Generation Ex - the Axe factor

It is said marriages are made in heaven but, on the flip side divorce takes place on earth. Indian Hindu mythology is ripe with numerous examples and stories that reflect upon the commitment, persistence and adherence to the marriage institution.
In Satyug, a period of time where truth, fairness prevailed the classic case of Savitri and Satyavan comes to mind. To put it briefly, Savitri a princess endowed with noble virtues fell in love with a Satyavan a prince who was practicing austerity. Satyavan was destined to die young and Narad the sage had forewarned Savitri that if she was to marry Satyavan she would be a widow in a year.

Savitri undeterred by the warning went ahead married Satyavan, denounced the materialistic worldly life and started living with Satyavan in the forest. A year passed and as destiny had in store Satyavan lay dead beside Savitri. Lord Yama (God of Death) came himself to claim the Satyavans' soul which was pious and pure.

Savitri realizing that it is the soul which is supreme followed Lord Yama and with her unrelenting persistence, resolute devotion and wit impressed Yama which resulted in Satyavan coming back to life.

Well ,did this happen or not? we may never know, but it does depict Savitris' strength of character and thereby constructs an iconic image in our minds.

In the present day context, Kalyug, a time period characterized by selfishness, deceit, corruption, there has been a metamorphic change in the social marriage institution. Modern day marriages have become transaction oriented (give and take elements) thereby often resulting in friction. Emotions have taken a back seat

and material goods are the driving force( give me------).A sense of competition which has crept in where the man and wife play a win-lose game rather than a collaborative and complementary role resulting in a win-win outcome. This is when the Indian woman has emerged empowered, and independent. Terms such as it is my Money, my Car, etc are commonly expressed. The questions are you not mine is often found missing. How may husbands or wives want to answer to this unflinchingly without any demands and promises? There is zero tolerance with self interest and ego found in both partners which generally precedes everything else. Thus the marital relationships have become more fragile-long working hours, less time spent together, sub nuclear families, etc are the usual culprits.

One can find supporting figures World Values Survey : June 11th, 2007 (Asia, OECD, Social, Statistic, World) which provides some meaningful insights.

Divorce rates have been increasing in India, show court figures. And this societal trend is visible not only among the rich in big cities but also among the not so affluent in small towns.

New Delhi leads with the highest number of divorces in the country, with more than 8,000-9,000 cases every year, followed by Mumbai and Bangalore where the figures have doubled in the past decade, hovering between 4,000 and 5,000. Kolkata and Chennai, the bastions of tradition, are also not far behind with a significant rise of 200 per cent in such cases, according to data compiled from various State courts and the Crime Records Bureau. Punjab and Haryana, both agricultural States, have seen an increase of 150 per cent. Kerala, with the most literate people and the land of Gulf money, recorded an increase of 350 per cent in the last 10 years.
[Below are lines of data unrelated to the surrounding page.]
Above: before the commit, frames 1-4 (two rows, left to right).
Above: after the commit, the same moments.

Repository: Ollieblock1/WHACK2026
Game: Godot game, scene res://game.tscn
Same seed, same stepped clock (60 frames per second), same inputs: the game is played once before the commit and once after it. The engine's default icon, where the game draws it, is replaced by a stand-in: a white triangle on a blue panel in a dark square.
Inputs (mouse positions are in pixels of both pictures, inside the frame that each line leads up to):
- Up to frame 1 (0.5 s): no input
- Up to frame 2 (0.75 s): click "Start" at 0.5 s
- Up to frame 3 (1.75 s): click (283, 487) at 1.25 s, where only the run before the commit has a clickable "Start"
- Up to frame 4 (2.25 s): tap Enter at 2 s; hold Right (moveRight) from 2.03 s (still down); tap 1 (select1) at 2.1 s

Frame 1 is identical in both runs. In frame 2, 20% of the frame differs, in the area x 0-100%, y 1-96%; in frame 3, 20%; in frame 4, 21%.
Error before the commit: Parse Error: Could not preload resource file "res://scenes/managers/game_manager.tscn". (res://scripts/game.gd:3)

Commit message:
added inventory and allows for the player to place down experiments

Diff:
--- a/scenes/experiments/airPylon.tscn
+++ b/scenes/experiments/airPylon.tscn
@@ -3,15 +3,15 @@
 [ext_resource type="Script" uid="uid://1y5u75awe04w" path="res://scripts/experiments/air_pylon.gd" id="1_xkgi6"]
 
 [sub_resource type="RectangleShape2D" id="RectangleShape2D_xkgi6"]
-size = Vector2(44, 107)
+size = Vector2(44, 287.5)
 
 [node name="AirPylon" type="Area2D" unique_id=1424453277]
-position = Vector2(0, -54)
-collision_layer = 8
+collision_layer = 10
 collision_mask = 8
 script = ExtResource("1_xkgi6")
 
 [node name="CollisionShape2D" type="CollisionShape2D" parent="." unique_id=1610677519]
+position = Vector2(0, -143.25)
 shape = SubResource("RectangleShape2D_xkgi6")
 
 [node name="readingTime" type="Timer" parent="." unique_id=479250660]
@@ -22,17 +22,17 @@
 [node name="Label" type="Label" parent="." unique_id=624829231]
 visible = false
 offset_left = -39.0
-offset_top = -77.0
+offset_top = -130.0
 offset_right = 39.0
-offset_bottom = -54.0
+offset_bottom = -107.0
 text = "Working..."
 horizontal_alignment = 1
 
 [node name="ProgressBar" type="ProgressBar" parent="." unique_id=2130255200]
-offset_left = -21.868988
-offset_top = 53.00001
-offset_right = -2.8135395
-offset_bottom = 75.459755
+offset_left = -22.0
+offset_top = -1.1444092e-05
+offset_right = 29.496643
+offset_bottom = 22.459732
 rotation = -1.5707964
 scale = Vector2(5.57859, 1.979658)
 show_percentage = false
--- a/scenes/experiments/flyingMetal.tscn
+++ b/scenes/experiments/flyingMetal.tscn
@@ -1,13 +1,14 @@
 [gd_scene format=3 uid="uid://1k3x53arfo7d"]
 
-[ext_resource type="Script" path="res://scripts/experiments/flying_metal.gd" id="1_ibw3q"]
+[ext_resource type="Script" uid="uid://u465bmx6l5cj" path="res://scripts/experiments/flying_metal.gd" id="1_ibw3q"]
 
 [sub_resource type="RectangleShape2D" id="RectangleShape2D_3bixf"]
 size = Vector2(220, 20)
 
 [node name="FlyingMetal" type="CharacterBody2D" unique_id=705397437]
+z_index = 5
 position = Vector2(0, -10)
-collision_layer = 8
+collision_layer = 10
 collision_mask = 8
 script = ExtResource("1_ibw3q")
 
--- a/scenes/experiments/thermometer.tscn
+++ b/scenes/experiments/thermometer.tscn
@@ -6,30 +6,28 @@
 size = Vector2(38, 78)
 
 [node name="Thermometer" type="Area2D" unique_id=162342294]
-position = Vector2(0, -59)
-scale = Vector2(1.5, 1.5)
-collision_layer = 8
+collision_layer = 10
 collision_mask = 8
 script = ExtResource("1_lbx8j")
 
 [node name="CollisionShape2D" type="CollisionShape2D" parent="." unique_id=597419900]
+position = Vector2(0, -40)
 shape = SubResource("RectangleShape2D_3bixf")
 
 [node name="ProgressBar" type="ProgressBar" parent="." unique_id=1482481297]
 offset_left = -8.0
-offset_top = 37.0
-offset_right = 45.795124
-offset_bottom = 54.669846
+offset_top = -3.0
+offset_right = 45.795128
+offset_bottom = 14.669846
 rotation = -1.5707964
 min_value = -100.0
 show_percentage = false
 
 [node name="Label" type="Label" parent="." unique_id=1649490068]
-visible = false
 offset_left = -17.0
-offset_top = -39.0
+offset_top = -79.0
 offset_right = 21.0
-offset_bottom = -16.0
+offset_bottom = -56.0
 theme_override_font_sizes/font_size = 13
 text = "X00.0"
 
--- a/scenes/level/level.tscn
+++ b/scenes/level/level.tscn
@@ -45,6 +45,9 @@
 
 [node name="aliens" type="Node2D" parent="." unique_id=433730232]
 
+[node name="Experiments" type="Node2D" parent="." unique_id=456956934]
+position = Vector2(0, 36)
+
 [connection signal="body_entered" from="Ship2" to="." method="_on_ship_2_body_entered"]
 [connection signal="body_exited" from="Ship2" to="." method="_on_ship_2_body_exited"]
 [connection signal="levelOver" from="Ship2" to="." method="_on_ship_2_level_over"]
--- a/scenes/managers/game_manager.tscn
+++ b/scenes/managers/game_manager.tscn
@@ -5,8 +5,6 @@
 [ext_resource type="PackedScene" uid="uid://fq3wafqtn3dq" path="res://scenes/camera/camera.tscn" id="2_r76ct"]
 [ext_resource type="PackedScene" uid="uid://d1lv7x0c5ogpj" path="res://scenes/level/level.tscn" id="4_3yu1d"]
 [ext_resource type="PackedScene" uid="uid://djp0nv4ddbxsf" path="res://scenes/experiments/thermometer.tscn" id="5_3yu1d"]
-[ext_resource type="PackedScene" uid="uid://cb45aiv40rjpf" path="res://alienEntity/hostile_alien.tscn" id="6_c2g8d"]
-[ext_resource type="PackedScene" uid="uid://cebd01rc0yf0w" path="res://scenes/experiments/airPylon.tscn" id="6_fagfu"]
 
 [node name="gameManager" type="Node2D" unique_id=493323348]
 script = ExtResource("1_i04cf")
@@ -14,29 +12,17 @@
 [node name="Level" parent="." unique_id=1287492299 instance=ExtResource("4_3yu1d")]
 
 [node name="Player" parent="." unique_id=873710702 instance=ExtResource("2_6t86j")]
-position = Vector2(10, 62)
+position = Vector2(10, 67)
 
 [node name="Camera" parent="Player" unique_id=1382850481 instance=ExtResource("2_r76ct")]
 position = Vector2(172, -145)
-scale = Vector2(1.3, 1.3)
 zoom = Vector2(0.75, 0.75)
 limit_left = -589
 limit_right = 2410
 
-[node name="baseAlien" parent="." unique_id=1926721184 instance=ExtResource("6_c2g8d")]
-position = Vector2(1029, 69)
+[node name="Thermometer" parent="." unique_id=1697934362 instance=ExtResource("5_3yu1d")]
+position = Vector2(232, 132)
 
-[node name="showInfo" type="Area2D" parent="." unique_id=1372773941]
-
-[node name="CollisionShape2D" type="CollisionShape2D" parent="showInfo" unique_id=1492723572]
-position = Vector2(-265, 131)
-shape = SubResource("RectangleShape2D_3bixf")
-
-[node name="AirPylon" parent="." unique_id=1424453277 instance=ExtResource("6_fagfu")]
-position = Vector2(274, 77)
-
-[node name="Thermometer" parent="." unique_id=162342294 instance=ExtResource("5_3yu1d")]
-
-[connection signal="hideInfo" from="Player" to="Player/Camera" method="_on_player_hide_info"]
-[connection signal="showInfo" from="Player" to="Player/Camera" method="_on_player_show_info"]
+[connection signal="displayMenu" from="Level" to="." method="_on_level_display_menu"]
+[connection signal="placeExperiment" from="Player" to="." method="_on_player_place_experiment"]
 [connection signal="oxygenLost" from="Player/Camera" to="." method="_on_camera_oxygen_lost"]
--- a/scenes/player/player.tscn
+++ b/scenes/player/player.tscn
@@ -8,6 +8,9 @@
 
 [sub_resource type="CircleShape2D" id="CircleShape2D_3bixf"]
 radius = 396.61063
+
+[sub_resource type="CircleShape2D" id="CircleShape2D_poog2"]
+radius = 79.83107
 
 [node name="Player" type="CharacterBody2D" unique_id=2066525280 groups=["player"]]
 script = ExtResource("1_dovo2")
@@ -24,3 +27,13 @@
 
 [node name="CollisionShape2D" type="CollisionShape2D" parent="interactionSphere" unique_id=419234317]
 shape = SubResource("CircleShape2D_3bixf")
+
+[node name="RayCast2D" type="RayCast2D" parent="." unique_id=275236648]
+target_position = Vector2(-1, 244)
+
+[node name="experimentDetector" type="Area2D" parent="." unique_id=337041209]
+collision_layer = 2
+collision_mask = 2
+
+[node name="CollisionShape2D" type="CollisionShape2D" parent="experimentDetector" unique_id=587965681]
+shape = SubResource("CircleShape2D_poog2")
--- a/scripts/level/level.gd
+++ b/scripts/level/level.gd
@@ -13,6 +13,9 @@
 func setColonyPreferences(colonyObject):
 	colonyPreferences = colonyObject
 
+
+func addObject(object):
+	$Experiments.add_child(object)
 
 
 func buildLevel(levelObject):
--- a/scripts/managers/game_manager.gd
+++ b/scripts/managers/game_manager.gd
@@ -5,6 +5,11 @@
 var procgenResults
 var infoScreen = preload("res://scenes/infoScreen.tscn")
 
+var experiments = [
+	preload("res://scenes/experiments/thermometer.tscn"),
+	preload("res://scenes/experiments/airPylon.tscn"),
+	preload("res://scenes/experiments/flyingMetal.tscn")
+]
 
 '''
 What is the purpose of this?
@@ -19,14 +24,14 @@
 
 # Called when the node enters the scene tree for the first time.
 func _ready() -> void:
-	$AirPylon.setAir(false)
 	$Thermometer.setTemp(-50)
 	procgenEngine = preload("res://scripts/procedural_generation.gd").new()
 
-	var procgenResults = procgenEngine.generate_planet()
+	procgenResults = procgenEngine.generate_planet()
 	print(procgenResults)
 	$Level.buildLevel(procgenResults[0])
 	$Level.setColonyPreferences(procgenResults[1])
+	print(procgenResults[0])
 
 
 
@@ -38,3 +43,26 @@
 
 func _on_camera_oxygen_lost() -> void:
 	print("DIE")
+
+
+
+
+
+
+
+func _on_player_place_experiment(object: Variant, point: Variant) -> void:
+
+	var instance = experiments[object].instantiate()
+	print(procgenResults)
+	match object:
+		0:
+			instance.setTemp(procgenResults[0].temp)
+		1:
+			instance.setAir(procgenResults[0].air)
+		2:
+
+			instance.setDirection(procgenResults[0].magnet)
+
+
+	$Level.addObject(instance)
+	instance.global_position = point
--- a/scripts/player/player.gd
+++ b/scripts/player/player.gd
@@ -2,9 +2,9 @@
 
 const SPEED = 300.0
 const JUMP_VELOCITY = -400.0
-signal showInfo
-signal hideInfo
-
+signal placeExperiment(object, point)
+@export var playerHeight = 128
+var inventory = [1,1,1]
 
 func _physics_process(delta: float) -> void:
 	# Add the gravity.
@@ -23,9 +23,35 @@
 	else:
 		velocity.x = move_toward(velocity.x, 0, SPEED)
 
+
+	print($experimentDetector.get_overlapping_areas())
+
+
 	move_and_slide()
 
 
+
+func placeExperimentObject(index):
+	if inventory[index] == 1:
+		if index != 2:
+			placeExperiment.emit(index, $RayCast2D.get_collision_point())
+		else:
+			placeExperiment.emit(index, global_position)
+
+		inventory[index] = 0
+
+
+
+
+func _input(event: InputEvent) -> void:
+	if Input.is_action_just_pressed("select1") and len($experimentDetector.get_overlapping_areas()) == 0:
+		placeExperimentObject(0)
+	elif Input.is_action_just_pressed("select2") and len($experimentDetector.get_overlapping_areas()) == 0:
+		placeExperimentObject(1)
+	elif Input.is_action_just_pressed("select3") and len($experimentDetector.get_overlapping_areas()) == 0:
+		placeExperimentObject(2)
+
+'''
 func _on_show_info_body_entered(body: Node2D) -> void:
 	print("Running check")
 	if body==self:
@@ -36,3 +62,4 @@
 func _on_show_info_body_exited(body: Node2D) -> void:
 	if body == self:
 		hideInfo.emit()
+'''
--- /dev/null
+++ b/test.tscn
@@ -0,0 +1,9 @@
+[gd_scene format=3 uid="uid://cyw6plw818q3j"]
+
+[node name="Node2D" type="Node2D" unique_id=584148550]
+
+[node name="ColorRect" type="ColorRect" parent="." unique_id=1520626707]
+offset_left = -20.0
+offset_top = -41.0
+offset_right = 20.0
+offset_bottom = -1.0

Divorce rates are soaring among India's newly affluent middle classes, as working women with independent incomes refuse to submit to the traditional ideal of marriage and on the other hand the Indian male is confused, perplexed and still not completely ready to accept this social change. So what------- maybe asked well instead of being judgmental, perceiving the situation from a different perspective results in the emergence of the articles title Generation X-the Axe factor.

Actually this Generation X-the Axe factor translates into a dire need for specialized support services and presents a unique opportunity in the niche family life cycle segment. If you're divorced, one of you for sure needs everything. You've got just one bed, just one refrigerator. So you need another one." Citing some notable examples-Second Shaadi.com, a matrimonial portal is positioned as a platform for people exploring the option for remarriage (as the name says Second marriage),Legal services etc. The single parent has to earn for his or her child and therefore needs crèche and play stations.Social networking sites have come up to fill the emotional vacuum, Bigadda.com, Fropper.com, Friendorama.com, Orkut all promise virtual friendship! New sites ( www.happycouples.in) are promising happiness, bliss through counselling and behavioral modification therapeutic services.The role of NGO's is important in terms of counselling.

Well the debate on divorce (to be or not to be) is sadly a never ending one but it does offer opportunities in a Generation Ex- axe factor kind of way.